Records provided
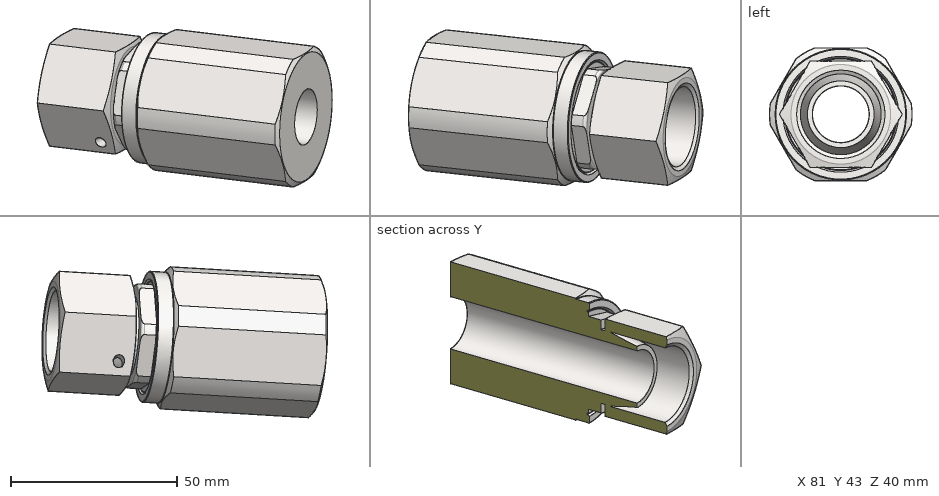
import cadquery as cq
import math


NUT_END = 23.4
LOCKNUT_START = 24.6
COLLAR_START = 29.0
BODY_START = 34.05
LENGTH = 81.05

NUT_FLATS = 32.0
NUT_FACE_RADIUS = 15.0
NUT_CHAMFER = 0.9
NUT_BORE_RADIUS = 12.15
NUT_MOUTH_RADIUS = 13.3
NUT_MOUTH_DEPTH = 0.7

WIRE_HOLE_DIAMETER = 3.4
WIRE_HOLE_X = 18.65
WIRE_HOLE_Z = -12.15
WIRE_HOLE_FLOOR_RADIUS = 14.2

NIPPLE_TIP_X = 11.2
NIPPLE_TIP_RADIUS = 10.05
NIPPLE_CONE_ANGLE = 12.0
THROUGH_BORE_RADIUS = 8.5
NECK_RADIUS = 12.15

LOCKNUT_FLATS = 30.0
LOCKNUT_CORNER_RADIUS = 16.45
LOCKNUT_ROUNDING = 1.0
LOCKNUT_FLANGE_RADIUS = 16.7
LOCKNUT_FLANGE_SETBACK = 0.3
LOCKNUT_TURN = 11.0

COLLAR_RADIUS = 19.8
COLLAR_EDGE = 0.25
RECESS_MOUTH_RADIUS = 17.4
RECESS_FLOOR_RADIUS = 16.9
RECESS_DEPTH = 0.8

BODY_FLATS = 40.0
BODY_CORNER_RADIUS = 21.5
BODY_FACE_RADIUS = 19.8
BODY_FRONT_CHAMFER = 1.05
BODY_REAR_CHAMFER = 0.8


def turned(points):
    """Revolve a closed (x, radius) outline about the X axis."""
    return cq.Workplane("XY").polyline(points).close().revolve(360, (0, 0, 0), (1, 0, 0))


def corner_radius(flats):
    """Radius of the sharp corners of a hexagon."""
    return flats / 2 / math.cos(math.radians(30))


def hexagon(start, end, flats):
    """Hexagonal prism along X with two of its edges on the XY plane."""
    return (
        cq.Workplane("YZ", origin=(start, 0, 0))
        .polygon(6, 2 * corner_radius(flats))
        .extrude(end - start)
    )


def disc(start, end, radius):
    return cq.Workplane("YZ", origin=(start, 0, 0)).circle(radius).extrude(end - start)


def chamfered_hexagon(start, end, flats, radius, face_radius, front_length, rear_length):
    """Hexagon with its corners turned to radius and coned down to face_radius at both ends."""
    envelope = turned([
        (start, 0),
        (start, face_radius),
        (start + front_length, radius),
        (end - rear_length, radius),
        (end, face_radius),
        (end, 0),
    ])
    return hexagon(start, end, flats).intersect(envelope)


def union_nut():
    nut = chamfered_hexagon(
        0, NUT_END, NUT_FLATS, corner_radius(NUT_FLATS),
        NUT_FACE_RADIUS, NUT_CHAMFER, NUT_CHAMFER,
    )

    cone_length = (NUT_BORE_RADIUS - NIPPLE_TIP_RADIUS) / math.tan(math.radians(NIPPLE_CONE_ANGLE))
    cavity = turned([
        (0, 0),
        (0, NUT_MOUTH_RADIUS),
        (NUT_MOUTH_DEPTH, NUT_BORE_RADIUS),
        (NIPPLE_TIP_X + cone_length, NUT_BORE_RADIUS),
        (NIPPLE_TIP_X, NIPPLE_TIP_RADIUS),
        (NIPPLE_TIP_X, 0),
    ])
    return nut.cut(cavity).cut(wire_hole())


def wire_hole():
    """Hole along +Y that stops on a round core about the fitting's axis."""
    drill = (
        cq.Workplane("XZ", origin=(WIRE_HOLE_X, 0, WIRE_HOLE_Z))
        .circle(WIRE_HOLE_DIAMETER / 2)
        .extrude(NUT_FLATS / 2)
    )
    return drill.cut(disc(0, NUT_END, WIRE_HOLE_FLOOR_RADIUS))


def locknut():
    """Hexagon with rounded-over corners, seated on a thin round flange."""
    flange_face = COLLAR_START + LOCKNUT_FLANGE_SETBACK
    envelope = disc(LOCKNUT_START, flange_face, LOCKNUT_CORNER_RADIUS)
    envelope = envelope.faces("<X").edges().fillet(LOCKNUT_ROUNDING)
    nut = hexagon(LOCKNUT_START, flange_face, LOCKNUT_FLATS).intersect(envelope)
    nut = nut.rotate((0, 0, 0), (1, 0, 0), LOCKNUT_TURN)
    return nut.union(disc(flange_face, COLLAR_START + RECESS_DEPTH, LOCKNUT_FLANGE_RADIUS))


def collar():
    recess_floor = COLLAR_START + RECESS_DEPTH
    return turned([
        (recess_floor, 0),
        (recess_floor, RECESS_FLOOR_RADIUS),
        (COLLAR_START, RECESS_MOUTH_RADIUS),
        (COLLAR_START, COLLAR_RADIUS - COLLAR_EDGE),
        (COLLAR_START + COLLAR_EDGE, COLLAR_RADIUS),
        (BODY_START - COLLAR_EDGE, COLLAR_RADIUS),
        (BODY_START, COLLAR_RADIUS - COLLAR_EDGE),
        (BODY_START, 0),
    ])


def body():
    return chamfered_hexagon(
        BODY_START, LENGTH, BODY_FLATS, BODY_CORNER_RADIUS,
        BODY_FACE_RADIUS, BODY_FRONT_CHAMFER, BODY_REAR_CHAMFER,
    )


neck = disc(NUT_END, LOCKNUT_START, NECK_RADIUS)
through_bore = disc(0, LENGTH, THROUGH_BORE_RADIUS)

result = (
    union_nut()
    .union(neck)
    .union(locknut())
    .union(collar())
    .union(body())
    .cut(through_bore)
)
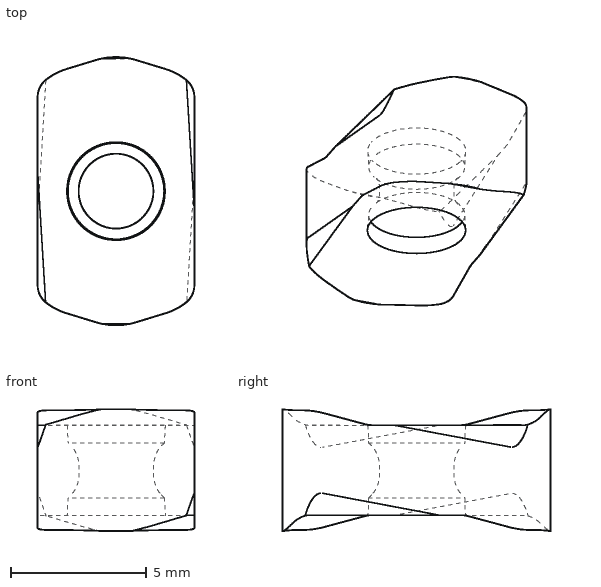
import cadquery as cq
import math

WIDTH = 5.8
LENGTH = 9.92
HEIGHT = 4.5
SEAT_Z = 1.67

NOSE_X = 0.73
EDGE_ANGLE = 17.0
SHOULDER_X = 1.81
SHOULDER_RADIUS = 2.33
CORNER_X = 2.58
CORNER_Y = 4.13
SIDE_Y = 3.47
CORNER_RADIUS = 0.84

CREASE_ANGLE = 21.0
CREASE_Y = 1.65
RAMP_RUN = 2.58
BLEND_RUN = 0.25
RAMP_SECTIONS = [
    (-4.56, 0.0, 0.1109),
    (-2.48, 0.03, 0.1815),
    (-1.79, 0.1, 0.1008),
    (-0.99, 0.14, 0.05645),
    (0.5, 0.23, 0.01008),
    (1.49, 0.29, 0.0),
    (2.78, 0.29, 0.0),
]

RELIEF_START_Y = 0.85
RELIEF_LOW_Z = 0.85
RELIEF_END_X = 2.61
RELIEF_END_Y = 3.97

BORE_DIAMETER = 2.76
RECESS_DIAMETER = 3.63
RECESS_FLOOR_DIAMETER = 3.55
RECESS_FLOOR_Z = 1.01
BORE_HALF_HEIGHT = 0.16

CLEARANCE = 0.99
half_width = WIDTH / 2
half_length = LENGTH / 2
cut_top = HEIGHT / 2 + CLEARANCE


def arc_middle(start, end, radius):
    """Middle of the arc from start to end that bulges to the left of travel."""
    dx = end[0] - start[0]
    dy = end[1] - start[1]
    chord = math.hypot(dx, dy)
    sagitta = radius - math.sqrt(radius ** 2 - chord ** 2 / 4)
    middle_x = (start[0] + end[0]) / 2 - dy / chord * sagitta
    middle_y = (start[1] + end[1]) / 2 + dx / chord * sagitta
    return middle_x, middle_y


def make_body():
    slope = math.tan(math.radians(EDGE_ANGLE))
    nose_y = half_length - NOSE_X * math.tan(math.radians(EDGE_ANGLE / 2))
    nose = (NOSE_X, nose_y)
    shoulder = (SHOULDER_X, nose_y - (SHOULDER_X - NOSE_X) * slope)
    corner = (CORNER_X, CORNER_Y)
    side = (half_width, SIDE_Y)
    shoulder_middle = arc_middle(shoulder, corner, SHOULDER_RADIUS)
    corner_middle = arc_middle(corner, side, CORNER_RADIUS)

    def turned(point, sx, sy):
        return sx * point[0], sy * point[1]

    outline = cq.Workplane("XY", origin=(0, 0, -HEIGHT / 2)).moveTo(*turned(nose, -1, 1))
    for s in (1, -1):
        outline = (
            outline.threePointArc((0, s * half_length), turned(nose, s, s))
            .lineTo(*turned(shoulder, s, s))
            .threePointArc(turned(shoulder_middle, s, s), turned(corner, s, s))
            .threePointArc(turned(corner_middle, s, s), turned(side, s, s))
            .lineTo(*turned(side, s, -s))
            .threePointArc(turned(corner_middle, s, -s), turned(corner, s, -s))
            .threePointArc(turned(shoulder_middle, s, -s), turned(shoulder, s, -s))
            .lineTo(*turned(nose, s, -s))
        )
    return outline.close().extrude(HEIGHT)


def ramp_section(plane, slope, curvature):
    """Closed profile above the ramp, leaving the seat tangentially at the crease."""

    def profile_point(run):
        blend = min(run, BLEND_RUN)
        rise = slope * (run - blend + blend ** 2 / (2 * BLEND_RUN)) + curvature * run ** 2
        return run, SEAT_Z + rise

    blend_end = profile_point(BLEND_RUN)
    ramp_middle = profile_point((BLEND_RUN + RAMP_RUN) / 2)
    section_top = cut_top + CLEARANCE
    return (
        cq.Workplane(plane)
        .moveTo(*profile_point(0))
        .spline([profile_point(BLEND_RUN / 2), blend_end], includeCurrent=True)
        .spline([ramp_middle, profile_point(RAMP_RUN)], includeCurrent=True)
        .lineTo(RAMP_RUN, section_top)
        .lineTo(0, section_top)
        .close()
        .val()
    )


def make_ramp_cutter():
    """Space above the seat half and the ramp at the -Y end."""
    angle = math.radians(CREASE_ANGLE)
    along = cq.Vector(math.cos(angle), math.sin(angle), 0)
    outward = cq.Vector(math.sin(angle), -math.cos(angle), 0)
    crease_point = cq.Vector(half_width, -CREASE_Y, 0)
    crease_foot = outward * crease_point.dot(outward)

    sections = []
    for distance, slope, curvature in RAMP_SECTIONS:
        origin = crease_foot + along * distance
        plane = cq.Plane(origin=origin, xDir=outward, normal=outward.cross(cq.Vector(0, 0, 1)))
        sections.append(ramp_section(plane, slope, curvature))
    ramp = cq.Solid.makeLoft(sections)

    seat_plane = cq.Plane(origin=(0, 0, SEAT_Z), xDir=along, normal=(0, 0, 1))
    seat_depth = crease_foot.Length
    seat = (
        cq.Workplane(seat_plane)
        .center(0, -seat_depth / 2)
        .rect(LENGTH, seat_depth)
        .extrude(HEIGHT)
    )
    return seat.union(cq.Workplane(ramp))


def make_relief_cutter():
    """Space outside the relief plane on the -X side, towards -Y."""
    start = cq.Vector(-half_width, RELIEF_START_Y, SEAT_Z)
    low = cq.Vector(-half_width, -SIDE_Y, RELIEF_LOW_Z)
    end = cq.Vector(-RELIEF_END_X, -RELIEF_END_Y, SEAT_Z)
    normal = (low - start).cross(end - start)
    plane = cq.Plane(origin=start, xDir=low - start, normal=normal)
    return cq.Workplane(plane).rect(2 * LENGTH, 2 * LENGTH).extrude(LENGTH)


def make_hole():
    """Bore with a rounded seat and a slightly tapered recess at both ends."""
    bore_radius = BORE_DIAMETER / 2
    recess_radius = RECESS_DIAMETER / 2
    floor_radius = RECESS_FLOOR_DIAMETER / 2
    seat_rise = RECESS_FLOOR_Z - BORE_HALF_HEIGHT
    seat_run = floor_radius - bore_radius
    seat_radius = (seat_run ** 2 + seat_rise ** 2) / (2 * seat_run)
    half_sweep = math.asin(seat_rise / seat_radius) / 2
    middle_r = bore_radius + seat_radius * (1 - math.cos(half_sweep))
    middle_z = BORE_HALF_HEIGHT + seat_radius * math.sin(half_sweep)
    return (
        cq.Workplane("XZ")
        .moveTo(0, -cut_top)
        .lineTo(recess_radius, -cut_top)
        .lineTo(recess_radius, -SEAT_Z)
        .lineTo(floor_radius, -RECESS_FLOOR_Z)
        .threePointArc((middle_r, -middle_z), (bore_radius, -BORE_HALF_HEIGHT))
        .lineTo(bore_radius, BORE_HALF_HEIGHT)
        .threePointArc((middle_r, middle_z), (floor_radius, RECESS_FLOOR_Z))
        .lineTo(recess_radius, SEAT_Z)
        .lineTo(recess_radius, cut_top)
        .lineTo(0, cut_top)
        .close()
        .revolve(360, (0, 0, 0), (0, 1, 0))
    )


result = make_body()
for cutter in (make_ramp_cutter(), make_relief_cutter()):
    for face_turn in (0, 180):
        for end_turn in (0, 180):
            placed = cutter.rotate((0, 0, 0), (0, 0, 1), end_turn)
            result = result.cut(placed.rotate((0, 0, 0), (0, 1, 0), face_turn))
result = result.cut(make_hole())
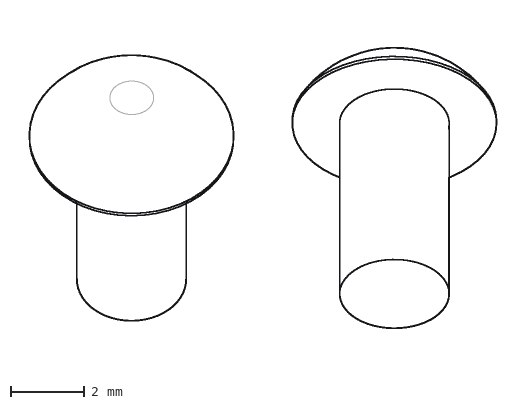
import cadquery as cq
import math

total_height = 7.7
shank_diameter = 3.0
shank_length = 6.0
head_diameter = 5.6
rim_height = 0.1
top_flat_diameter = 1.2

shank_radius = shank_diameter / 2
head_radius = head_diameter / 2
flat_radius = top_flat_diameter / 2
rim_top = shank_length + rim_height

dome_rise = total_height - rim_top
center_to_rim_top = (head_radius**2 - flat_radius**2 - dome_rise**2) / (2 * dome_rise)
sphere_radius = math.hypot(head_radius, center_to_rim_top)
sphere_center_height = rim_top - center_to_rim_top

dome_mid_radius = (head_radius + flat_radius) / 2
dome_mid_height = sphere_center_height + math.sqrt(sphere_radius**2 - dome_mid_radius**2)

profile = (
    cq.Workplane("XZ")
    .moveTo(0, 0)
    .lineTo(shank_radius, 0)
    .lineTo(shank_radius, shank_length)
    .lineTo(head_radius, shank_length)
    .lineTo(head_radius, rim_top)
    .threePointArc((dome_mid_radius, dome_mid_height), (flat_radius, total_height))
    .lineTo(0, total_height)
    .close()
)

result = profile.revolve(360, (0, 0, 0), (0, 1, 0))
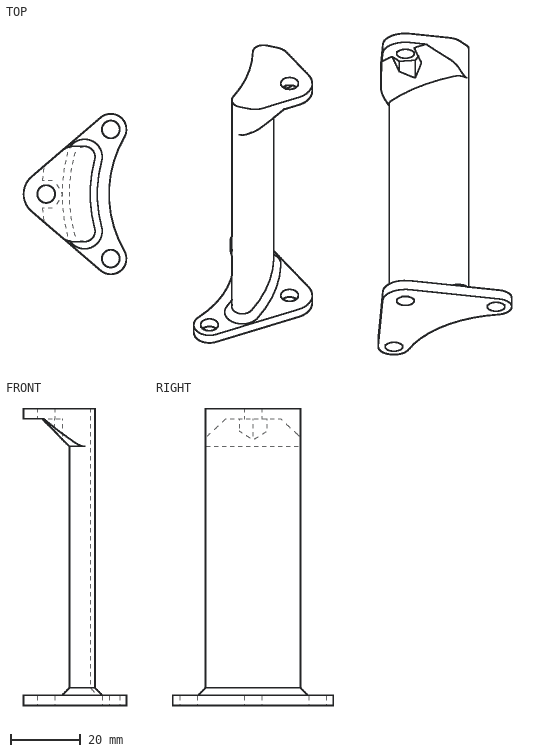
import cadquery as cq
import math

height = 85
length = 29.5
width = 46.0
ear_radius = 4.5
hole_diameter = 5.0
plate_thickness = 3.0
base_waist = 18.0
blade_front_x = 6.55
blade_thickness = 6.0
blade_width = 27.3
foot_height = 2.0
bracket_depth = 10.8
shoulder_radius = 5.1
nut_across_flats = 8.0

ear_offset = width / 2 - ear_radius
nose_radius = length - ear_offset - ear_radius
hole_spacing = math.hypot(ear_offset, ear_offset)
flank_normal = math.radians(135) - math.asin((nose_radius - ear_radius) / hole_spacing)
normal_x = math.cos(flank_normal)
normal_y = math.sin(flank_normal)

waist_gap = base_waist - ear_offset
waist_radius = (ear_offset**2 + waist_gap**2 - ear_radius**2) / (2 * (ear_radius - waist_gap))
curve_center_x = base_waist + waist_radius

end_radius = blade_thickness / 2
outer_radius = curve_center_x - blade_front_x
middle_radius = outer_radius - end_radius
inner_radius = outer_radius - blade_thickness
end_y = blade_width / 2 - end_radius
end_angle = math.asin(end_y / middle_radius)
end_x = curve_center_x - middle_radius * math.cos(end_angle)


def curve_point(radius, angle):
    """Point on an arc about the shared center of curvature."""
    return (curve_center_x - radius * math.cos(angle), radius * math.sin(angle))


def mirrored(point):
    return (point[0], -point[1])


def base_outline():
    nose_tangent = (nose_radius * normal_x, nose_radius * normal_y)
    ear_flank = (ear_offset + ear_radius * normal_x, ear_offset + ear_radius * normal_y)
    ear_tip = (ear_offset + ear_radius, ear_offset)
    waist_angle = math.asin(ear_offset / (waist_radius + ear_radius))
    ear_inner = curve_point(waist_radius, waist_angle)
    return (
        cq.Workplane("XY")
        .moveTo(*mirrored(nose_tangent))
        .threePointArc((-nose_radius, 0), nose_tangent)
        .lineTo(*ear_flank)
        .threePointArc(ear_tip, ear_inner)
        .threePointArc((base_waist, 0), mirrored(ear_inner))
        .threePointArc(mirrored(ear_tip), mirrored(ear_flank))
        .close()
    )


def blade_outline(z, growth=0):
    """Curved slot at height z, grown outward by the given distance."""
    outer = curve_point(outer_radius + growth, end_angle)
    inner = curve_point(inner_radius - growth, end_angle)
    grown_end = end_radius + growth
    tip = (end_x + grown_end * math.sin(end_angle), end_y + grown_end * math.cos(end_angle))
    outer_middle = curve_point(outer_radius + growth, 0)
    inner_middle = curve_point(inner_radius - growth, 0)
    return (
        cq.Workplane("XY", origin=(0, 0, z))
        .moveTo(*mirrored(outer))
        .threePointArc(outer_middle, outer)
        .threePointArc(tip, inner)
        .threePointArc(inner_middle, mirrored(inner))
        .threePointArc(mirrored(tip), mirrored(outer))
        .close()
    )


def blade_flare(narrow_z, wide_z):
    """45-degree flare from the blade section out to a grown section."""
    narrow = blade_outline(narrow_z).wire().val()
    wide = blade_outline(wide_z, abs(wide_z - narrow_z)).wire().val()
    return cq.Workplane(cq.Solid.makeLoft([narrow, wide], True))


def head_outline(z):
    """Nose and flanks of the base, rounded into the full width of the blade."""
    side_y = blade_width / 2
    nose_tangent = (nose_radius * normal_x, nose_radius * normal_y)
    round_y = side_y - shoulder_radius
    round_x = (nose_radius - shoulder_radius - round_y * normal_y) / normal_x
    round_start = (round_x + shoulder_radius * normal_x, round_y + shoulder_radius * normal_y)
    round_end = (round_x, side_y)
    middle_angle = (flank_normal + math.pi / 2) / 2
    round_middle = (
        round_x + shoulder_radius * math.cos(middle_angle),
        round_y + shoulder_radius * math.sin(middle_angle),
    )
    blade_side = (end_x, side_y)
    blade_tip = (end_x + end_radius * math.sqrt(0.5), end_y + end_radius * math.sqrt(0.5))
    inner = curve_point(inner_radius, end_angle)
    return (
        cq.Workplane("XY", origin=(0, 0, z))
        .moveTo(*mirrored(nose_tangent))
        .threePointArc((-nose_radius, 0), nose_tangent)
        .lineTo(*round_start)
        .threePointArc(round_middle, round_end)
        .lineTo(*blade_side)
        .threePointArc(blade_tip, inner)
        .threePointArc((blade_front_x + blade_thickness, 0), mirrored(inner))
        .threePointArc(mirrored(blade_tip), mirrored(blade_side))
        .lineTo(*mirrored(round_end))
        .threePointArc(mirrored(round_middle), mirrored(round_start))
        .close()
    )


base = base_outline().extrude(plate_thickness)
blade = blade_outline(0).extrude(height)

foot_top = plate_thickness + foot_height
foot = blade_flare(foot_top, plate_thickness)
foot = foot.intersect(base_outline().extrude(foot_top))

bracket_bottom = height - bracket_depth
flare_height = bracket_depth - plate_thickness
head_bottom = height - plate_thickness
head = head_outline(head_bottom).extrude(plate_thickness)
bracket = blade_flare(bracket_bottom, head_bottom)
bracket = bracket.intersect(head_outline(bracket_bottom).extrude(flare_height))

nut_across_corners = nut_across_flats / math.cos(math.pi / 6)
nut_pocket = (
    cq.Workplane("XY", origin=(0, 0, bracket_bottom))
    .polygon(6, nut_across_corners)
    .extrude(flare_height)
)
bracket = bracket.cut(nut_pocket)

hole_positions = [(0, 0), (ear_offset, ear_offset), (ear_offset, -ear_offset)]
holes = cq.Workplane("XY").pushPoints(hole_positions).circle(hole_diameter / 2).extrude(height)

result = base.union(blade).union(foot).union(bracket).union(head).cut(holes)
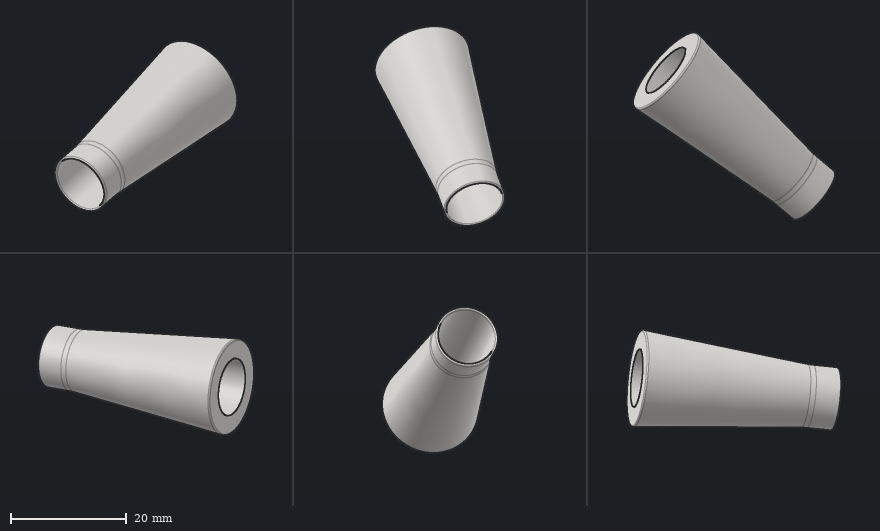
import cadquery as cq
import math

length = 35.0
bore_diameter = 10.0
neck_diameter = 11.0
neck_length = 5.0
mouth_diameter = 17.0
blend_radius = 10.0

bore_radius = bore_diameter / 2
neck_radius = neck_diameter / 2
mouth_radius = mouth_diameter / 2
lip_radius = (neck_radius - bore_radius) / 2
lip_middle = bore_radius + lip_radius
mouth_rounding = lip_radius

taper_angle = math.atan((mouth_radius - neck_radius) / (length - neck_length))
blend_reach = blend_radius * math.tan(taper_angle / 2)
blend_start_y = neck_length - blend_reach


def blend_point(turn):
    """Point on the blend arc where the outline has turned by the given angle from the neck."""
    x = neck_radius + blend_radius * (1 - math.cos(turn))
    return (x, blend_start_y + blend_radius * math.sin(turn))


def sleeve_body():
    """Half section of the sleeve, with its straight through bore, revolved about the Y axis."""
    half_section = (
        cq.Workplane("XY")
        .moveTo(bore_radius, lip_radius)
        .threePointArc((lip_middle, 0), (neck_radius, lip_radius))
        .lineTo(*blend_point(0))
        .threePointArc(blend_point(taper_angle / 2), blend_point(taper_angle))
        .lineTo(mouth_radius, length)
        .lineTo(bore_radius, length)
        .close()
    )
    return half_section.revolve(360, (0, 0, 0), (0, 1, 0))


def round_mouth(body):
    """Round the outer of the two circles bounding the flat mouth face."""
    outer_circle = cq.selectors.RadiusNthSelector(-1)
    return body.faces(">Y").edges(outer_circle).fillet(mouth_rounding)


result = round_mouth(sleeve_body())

Exercise prompt
Give the number of lines in the data above that contain the word "CLEARANCE", with no accompanying text.

The completed task
3